Catalan Numbers
Pillar: Chain — "\(C_n = \sum C_k \times C_{n-1-k}\): split at the \(k\)-th return to zero. Each half is an independent sub-chain." Pillar: Shape — "The ballot problem: paths that never dip below zero form a restricted Shape — use the reflection principle."
The Setup
You want to count the number of distinct binary search trees you can build with \(n\) nodes. Try \(n = 3\): the keys are \(1, 2, 3\). If \(1\) is the root, the left subtree is empty and the right subtree holds \(\{2, 3\}\) — two BSTs there. If \(2\) is the root, the left holds \(\{1\}\) and the right holds \(\{3\}\) — one choice each, so one tree. If \(3\) is the root, the left holds \(\{1, 2\}\) and the right is empty — two BSTs on the left.
Total: \(2 + 1 + 2 = 5\).
Now try counting the number of ways to arrange three pairs of balanced parentheses: ((())), (()()), (())(), ()(()), ()()(). Five again.
Triangulations of a convex pentagon (a \((3+2)\)-gon)? Also five. Monotone lattice paths from \((0,0)\) to \((3,3)\) that stay below the diagonal? Five. This is not a coincidence. The number \(5\) is \(C_3\), the third Catalan number, and all these problems are the same problem wearing different costumes.
The Catalan Sequence
The first several Catalan numbers:
| \(n\) | 0 | 1 | 2 | 3 | 4 | 5 | 6 | 7 |
|---|---|---|---|---|---|---|---|---|
| \(C_n\) | 1 | 1 | 2 | 5 | 14 | 42 | 132 | 429 |
The sequence grows roughly as \(\frac{4^n}{n^{3/2} \sqrt{\pi}}\). For competitive programming, the exact values overflow long long around \(n = 35\), so anything beyond small \(n\) requires modular arithmetic.
Closed-Form Formula
The Catalan number \(C_n\) has two equivalent closed-form expressions:
The first form divides \(\binom{2n}{n}\) by \(n+1\). The second subtracts the "bad" paths from the total (you'll see why in the reflection principle section below). The two are algebraically identical:
Verify for \(n = 3\): \(C_3 = \binom{6}{3}/4 = 20/4 = 5\). Or: \(\binom{6}{3} - \binom{6}{2} = 20 - 15 = 5\).
Recursive Formula
This IS the Chain pillar in action. The idea: take any valid structure of size \(n\), and identify the first "atomic unit." Everything before it forms a valid sub-structure of size \(k\), and everything after it forms a valid sub-structure of size \(n - 1 - k\). The two halves are independent, so their counts multiply.
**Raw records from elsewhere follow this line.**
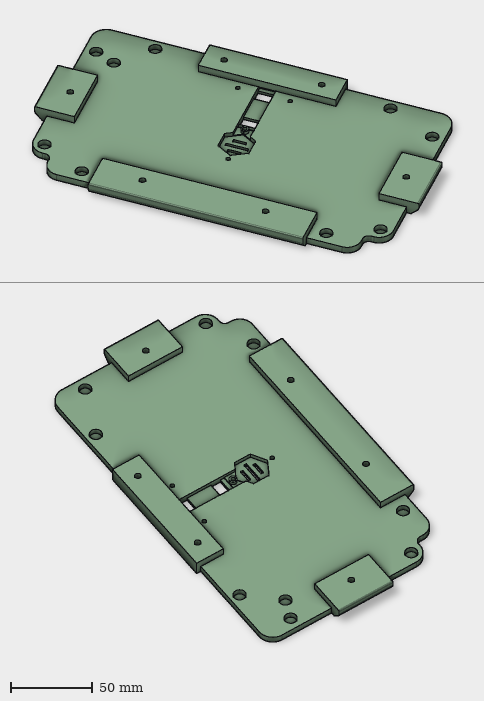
import cadquery as cq
import math

total_height = 10.0
plate_thickness = 4.8

plate_half_width = 118.0
plate_back_y = 69.3
plate_front_y = -66.0
back_corner_radius = 10.0
front_corner_radius = 9.3
notch_half_width = 102.8
notch_y = -50.7
notch_fillet = 4.0

pocket_diameter = 8.0
pocket_depth = 4.0
mirrored_pockets = [(77.0, 62.5), (110.0, 47.5), (110.0, -42.8), (80.1, -57.7)]
extra_pocket = (-96.5, 41.8)

side_reach = 126.0
side_depth = 26.2
side_width = 40.3
side_center_y = 2.0
front_reach = 72.5
front_depth = 25.0
front_width = 140.5
back_reach = 72.3
back_depth = 20.0
back_width = 90.2
side_bevel = 5.3
side_bevel_fillet = 4.0
front_bevel = 4.3
front_bevel_fillet = 3.0
top_fillet = 0.8

screw_hole_diameter = 4.0
screw_holes = [(110.0, side_center_y), (40.3, -57.7), (32.0, 62.5)]

channel_width = 11.3
channel_back_y = 54.5
channel_floor = 2.0
windows = [(44.0, 51.7), (19.2, 26.2)]

ledge_back_y = 16.5
ledge_floor = 2.5
boss_y = 13.5
boss_diameter = 5.0

hexagon_y = -0.5
hexagon_across_corners = 23.5
hexagon_floor = 1.8
vent_height = 1.8
vent_pitch = 4.8
short_vent = 8.5
long_vent = 14.5

pin_hole_diameter = 2.8
pin_holes = [(-17.1, 47.0), (17.1, 47.0), (0, -15.5), (0, boss_y)]


def mirrored(points):
    """The points together with their mirror images about X = 0."""
    return points + [(-x, y) for x, y in points]


def cylinders(points, diameter, bottom, top):
    """Upright cylinders of one diameter at the given places."""
    base = cq.Workplane("XY").workplane(offset=bottom)
    return base.pushPoints(points).circle(diameter / 2).extrude(top - bottom)


def centered_block(width, y_range, bottom, top):
    """Box centred on X = 0 and spanning y_range."""
    front, back = y_range
    base = cq.Workplane("XY", origin=(0, (front + back) / 2, bottom))
    return base.rect(width, back - front).extrude(top - bottom)


def make_plate():
    back_corner = (plate_half_width, plate_back_y)
    side_corner = (plate_half_width, notch_y)
    inner_corner = (notch_half_width, notch_y)
    front_corner = (notch_half_width, plate_front_y)
    right_side = [back_corner, side_corner, inner_corner, front_corner]
    left_side = [(-x, y) for x, y in reversed(right_side)]
    plate = cq.Workplane("XY").polyline(right_side + left_side).close().extrude(plate_thickness)
    corner_radii = [
        (inner_corner, notch_fillet),
        (back_corner, back_corner_radius),
        (side_corner, front_corner_radius),
        (front_corner, front_corner_radius),
    ]
    for corner, radius in corner_radii:
        for x, y in mirrored([corner]):
            nearest = cq.selectors.NearestToPointSelector((x, y, plate_thickness / 2))
            plate = plate.edges(nearest).fillet(radius)
    return plate


def make_clamp_bar(reach, depth, width, bevel, bevel_fillet):
    """Bar along X with its outer face at Y = -reach, bevelled below and rounded above."""
    inner_y = depth - reach
    profile = [
        (inner_y, 0),
        (bevel - reach, 0),
        (-reach, bevel),
        (-reach, total_height),
        (inner_y, total_height),
    ]
    bar = cq.Workplane("YZ").polyline(profile).close().extrude(width / 2, both=True)
    for edge_z, radius in [(bevel, bevel_fillet), (total_height, top_fillet)]:
        bar = bar.edges(cq.selectors.NearestToPointSelector((0, -reach, edge_z))).fillet(radius)
    return bar


def add_clamp_bars(body):
    side_bar = make_clamp_bar(side_reach, side_depth, side_width, side_bevel, side_bevel_fillet)
    left_bar = side_bar.rotate((0, 0, 0), (0, 0, 1), -90).translate((0, side_center_y, 0))
    right_bar = left_bar.mirror("YZ")
    front_bar = make_clamp_bar(front_reach, front_depth, front_width, front_bevel, front_bevel_fillet)
    back_bar = centered_block(back_width, (back_reach - back_depth, back_reach), 0, total_height)
    for bar in (left_bar, right_bar, front_bar, back_bar):
        body = body.union(bar)
    return body


def cut_channel(body):
    channel_range = (ledge_back_y, channel_back_y)
    body = body.cut(centered_block(channel_width, channel_range, channel_floor, plate_thickness))
    for window in windows:
        body = body.cut(centered_block(channel_width, window, 0, channel_floor))
    ledge_range = (hexagon_y, ledge_back_y)
    body = body.cut(centered_block(channel_width, ledge_range, ledge_floor, plate_thickness))
    return body.union(cylinders([(0, boss_y)], boss_diameter, 0, plate_thickness))


def cut_hexagon_pocket(body):
    center_to_corner = hexagon_across_corners / 2
    corner_angles = [math.radians(30 + 60 * i) for i in range(6)]
    corners = [
        (center_to_corner * math.cos(angle), center_to_corner * math.sin(angle))
        for angle in corner_angles
    ]
    base = cq.Workplane("XY", origin=(0, hexagon_y, hexagon_floor))
    body = body.cut(base.polyline(corners).close().extrude(plate_thickness - hexagon_floor))
    for row, length in [(-1, short_vent), (0, long_vent), (1, short_vent)]:
        vent_y = hexagon_y + row * vent_pitch
        vent_range = (vent_y - vent_height / 2, vent_y + vent_height / 2)
        body = body.cut(centered_block(length, vent_range, 0, hexagon_floor))
    return body


result = add_clamp_bars(make_plate())
result = cut_channel(result)
result = cut_hexagon_pocket(result)

pockets = mirrored(mirrored_pockets) + [extra_pocket]
pocket_floor = plate_thickness - pocket_depth
result = result.cut(cylinders(pockets, pocket_diameter, pocket_floor, plate_thickness))
result = result.cut(cylinders(mirrored(screw_holes), screw_hole_diameter, 0, total_height))
result = result.cut(cylinders(pin_holes, pin_hole_diameter, 0, plate_thickness))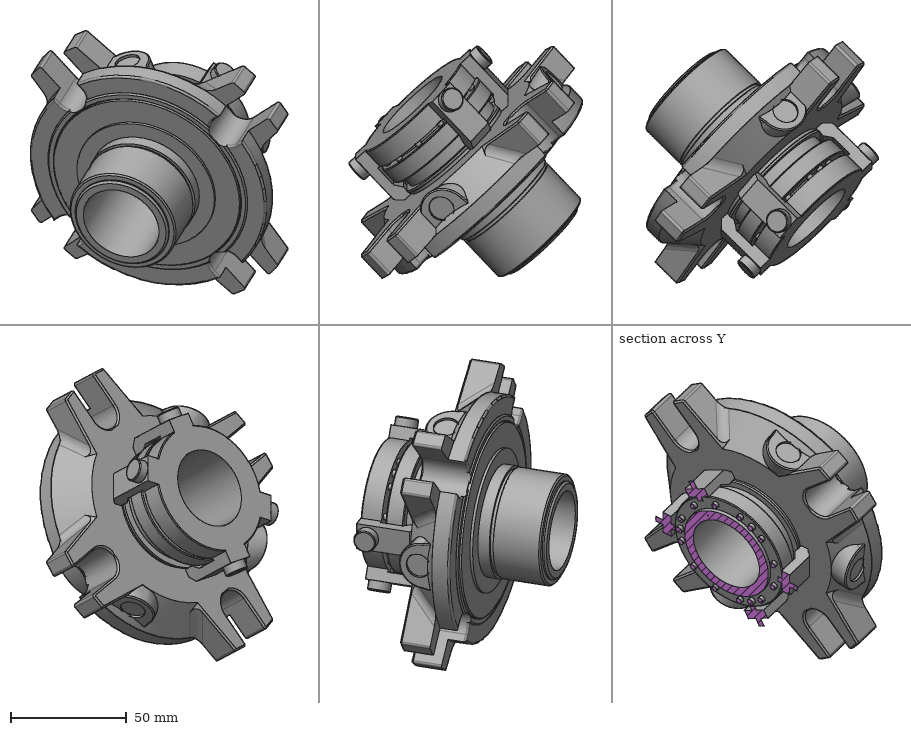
import cadquery as cq
import math


bore_diameter = 34.9
nose_diameter = 43.2
nose_chamfer = 0.9
sleeve_diameter = 48.9
sleeve_chamfer = 0.7
groove_diameter = 47.2
collar_diameter = 49.6
nose_end_y = 1.6
groove_start_y = 23.1
groove_end_y = 24.7

pilot_diameter = 63.5
pilot_front_y = 29.9
register_diameter = 85.7
register_front_y = 31.2
raised_face_diameter = 92.2
raised_face_front_y = 31.9
raised_face_chamfer = 0.7
register_groove_diameter = 86.8
register_groove_depth = 0.7

flange_diameter = 109.2
flange_front_y = 32.7
flange_back_y = 40.7
flange_fillet = 0.9
hub_front_radius = 54.4
hub_back_radius = register_diameter / 2
gland_back_y = 54.5

back_lip_diameter = 53.9
back_lip_y = 56.1
clip_ring_diameter = 55.4
clip_ring_y = 57.2
seat_ring_diameter = 57.6
seat_ring_front_y = 62.8
seat_ring_back_y = 70.9
core_diameter = 44.8
drive_collar_front_y = 72.8
overall_length = 82.3
ring_chamfer = 0.5

slot_count = 4
slot_first_angle = 45
slot_half_width = 7.4
slot_bottom_radius = 43.2
arm_inner_tip = 67.1
arm_outer_tip = 66
arm_outer_half_width = 14.73
arm_flank_angle = 8
arm_root = 34.1
arm_tip_fillet = 1.0
arm_root_fillet = 5.0
port_clearance_angle = 15
arm_back_chamfer = 0.8

port_angles = (107, 180, 287)
port_face_radius = 52.0
port_y = 47.8
port_hole_diameter = 11.0
port_hole_depth = 1.1
boss_top_y = 56.7
boss_top_slope = 13
boss_arc_radius = 10.8
boss_foot_y = 38.7
boss_foot_flare = 1.4
boss_depth = 9.1
boss_side_flare = 3.4
boss_chamfer = 0.6

clip_angles = (0, 60, 180, 240)
clip_width = 12.1
clip_outer_radius = 33.8
clip_inner_radius = 29.4
clip_seat_radius = 27.3
clip_hook_radius = 26.8
clip_front_y = 54.7
clip_front_chamfer = 3.3
clip_hook_y = 59.2
screw_diameter = 10.0
screw_head_radius = 38.0
screw_chamfer = 0.5
screw_y = overall_length - screw_diameter / 2

spring_count = 12
spring_first_angle = 15
spring_diameter = 2.8
drive_pin_angles = (0, 120, 240)
drive_pin_diameter = 3.2
spring_circle_radius = 25.4


def turn(shape, angle):
    """Turn a shape built at +X by an angle measured from +X towards +Z."""
    return shape.rotate((0, 0, 0), (0, 1, 0), -angle)


def disc(diameter, start_y, end_y):
    plane = cq.Workplane("XZ", origin=(0, start_y, 0))
    return plane.circle(diameter / 2).extrude(start_y - end_y)


def pin(diameter, angle):
    """Axial pin bridging the gap between the two rear rings."""
    plane = cq.Workplane("XZ", origin=(0, seat_ring_back_y, 0)).center(spring_circle_radius, 0)
    return turn(plane.circle(diameter / 2).extrude(seat_ring_back_y - drive_collar_front_y), angle)


def make_sleeve_and_rings():
    nose = disc(nose_diameter, 0, nose_end_y).faces("<Y").chamfer(nose_chamfer)
    sleeve = disc(sleeve_diameter, nose_end_y, groove_start_y).faces("<Y").chamfer(sleeve_chamfer)
    seat_ring = disc(seat_ring_diameter, seat_ring_front_y, seat_ring_back_y).faces("<Y or >Y")
    drive_collar = disc(seat_ring_diameter, drive_collar_front_y, overall_length).faces(">Y")
    raised_face = disc(raised_face_diameter, raised_face_front_y, flange_back_y).faces("<Y")
    body = nose.union(sleeve)
    raised_face = raised_face.chamfer(raised_face_chamfer)
    groove_floor_y = raised_face_front_y + register_groove_depth
    raised_face = raised_face.cut(disc(register_groove_diameter, raised_face_front_y, groove_floor_y))
    for ring in (
        disc(groove_diameter, groove_start_y, groove_end_y),
        disc(collar_diameter, groove_end_y, seat_ring_front_y),
        disc(pilot_diameter, pilot_front_y, gland_back_y),
        disc(register_diameter, register_front_y, flange_back_y),
        raised_face,
        disc(back_lip_diameter, gland_back_y, back_lip_y),
        disc(clip_ring_diameter, back_lip_y, clip_ring_y),
        seat_ring.chamfer(ring_chamfer),
        disc(core_diameter, seat_ring_back_y, drive_collar_front_y),
        drive_collar.chamfer(ring_chamfer),
    ):
        body = body.union(ring)
    return body


def make_slot():
    end_center = slot_bottom_radius + slot_half_width
    length = flange_diameter
    slot = cq.Workplane("XZ").center(end_center + length / 2, 0)
    slot = slot.slot2D(length + 2 * slot_half_width, 2 * slot_half_width)
    return slot.extrude(-overall_length)


def make_arm_pair():
    """Two arms side by side with a bolt slot between them."""
    root_half_width = arm_outer_half_width + (arm_outer_tip - arm_root) * math.tan(math.radians(arm_flank_angle))
    half = [
        (arm_root, root_half_width),
        (arm_outer_tip, arm_outer_half_width),
        (arm_inner_tip, slot_half_width),
    ]
    mirrored = [(x, -z) for x, z in reversed(half)]
    plane = cq.Workplane("XZ", origin=(0, flange_back_y, 0))
    block = plane.polyline(half + mirrored).close().extrude(flange_back_y - gland_back_y)
    arms = block.cut(make_slot())
    arms = arms.edges().filter(is_arm_tip_corner).fillet(arm_tip_fillet)
    return arms.faces(">Y").edges("not <X").chamfer(arm_back_chamfer)


def is_arm_root(edge):
    """Flank edges along the hub, except those that run into a port boss."""
    middle = edge.positionAt(0.5)
    angle = math.degrees(math.atan2(middle.z, middle.x)) % 360
    on_hub = math.hypot(middle.x, middle.z) < hub_front_radius
    off_seam = abs(middle.z) > 1.1
    near_port = any(abs(angle - port_angle) < port_clearance_angle for port_angle in port_angles)
    between_ends = flange_back_y + 1.1 < middle.y < gland_back_y - 1.1
    return on_hub and off_seam and between_ends and not near_port


def is_arm_tip_corner(edge):
    middle = edge.positionAt(0.5)
    beyond_flange = math.hypot(middle.x, middle.z) > flange_diameter / 2 + 5.7
    return beyond_flange and edge.BoundingBox().ylen > 1.1


def make_lugs():
    slot_angles = [slot_first_angle + i * 360 / slot_count for i in range(slot_count)]
    profile = [
        (0, flange_back_y),
        (hub_front_radius, flange_back_y),
        (hub_back_radius, gland_back_y),
        (0, gland_back_y),
    ]
    lugs = cq.Workplane("XY").polyline(profile).close().revolve(360, (0, 0, 0), (0, 1, 0))
    for angle in slot_angles:
        lugs = lugs.union(turn(make_arm_pair(), angle))
    roots = lugs.edges().filter(is_arm_root)
    lugs = roots.fillet(arm_root_fillet)
    flange = disc(flange_diameter, flange_front_y, flange_back_y)
    for angle in slot_angles:
        slot = turn(make_slot(), angle)
        lugs = lugs.cut(slot)
        flange = flange.cut(slot)
    flange = flange.faces("<Y").edges().fillet(flange_fillet)
    return lugs.union(flange)


def boss_outline(radius, top_y, arc_radius):
    """Arch standing on the back of the flange, in a plane across the port axis."""
    center_y = top_y - arc_radius
    foot_half_width = arc_radius + boss_foot_flare
    outline = (
        cq.Workplane("YZ", origin=(radius, 0, 0))
        .moveTo(boss_foot_y, -foot_half_width)
        .lineTo(center_y, -arc_radius)
        .threePointArc((top_y, 0), (center_y, arc_radius))
        .lineTo(boss_foot_y, foot_half_width)
        .close()
    )
    return outline.val()


def make_port_boss():
    root_top_y = boss_top_y - boss_depth * math.tan(math.radians(boss_top_slope))
    rim_radius = port_face_radius - boss_chamfer
    root = boss_outline(port_face_radius - boss_depth, root_top_y, boss_arc_radius + boss_side_flare)
    rim = boss_outline(rim_radius, boss_top_y, boss_arc_radius)
    face = boss_outline(port_face_radius, boss_top_y - boss_chamfer, boss_arc_radius - boss_chamfer)
    flared_body = cq.Workplane(cq.Solid.makeLoft([root, rim], True))
    chamfered_rim = cq.Workplane(cq.Solid.makeLoft([rim, face], True))
    return flared_body.union(chamfered_rim)


def make_port_hole():
    face = cq.Workplane("YZ", origin=(port_face_radius, port_y, 0))
    return face.circle(port_hole_diameter / 2).extrude(-port_hole_depth)


def make_clip():
    profile = [
        (clip_hook_radius, clip_front_y),
        (clip_outer_radius - clip_front_chamfer, clip_front_y),
        (clip_outer_radius, clip_front_y + clip_front_chamfer),
        (clip_outer_radius, overall_length),
        (clip_seat_radius, overall_length),
        (clip_seat_radius, drive_collar_front_y),
        (clip_inner_radius, drive_collar_front_y),
        (clip_inner_radius, seat_ring_front_y),
        (clip_hook_radius, clip_hook_y),
    ]
    clip = cq.Workplane("XY").polyline(profile).close().extrude(clip_width / 2, both=True)
    screw = (
        cq.Workplane("YZ", origin=(clip_seat_radius, screw_y, 0))
        .circle(screw_diameter / 2)
        .extrude(screw_head_radius - clip_seat_radius)
        .faces(">X")
        .chamfer(screw_chamfer)
    )
    return clip.union(screw)


result = make_sleeve_and_rings().union(make_lugs())
for port_angle in port_angles:
    result = result.union(turn(make_port_boss(), port_angle))
    result = result.cut(turn(make_port_hole(), port_angle))
for i in range(slot_count):
    result = result.cut(turn(make_slot(), slot_first_angle + i * 360 / slot_count))
for clip_angle in clip_angles:
    result = result.union(turn(make_clip(), clip_angle))
for i in range(spring_count):
    result = result.union(pin(spring_diameter, spring_first_angle + i * 360 / spring_count))
for pin_angle in drive_pin_angles:
    result = result.union(pin(drive_pin_diameter, pin_angle))
result = result.cut(disc(bore_diameter, 0, overall_length))

Sum over all possible split points \(k\).
Trace for \(n = 3\)
Each term corresponds to a split point:
| Split \(k\) | Left size | Right size | Count |
|---|---|---|---|
| \(k = 0\) | \(C_0 = 1\) | \(C_2 = 2\) | \(1 \times 2 = 2\) |
| \(k = 1\) | \(C_1 = 1\) | \(C_1 = 1\) | \(1 \times 1 = 1\) |
| \(k = 2\) | \(C_2 = 2\) | \(C_0 = 1\) | \(2 \times 1 = 2\) |
For BSTs with \(n = 3\) keys: if the root is the \((k+1)\)-th smallest element, the left subtree has \(k\) nodes and the right subtree has \(n - 1 - k\) nodes. The recurrence falls out directly.
For balanced parentheses: the first open parenthesis matches some close parenthesis. If that matching close is at position \(2k + 1\) (zero-indexed), then \(k\) pairs sit inside and \(n - 1 - k\) pairs sit to the right.
The Ten Interpretations
All of these are counted by \(C_n\). Each is a different encoding of the same combinatorial structure.
1. Balanced parentheses of length \(2n\).
Strings of \(n\) open and \(n\) close parentheses where every prefix has at least as many opens as closes. For \(n = 3\): ((())), (()()), (())(), ()(()), ()()(). The Chain decomposition: the first ( matches some ) at position \(2k+1\), creating \(k\) pairs inside and \(n-1-k\) pairs outside.
2. Distinct BSTs with \(n\) nodes. The number of structurally unique binary search trees storing keys \(1, 2, \ldots, n\). Choose a root \(r\): the left subtree is a BST on \(r - 1\) keys, the right on \(n - r\) keys. The split point is the root choice.
3. Triangulations of a convex \((n+2)\)-gon. The number of ways to cut a convex polygon with \(n + 2\) vertices into \(n\) triangles using non-crossing diagonals. Fix one edge of the polygon. The triangle containing that edge has its third vertex at some other vertex, splitting the remaining polygon into two smaller polygons. For \(n = 3\): a pentagon has \(5\) triangulations.
4. Monotone lattice paths from \((0,0)\) to \((n,n)\) staying below \(y = x\). Each step is either right \((+1, 0)\) or up \((0, +1)\), and the path never crosses strictly above the diagonal. These are sometimes called Dyck paths when drawn as up-steps and down-steps. The ballot problem (below) proves this count equals \(C_n\) using the reflection principle.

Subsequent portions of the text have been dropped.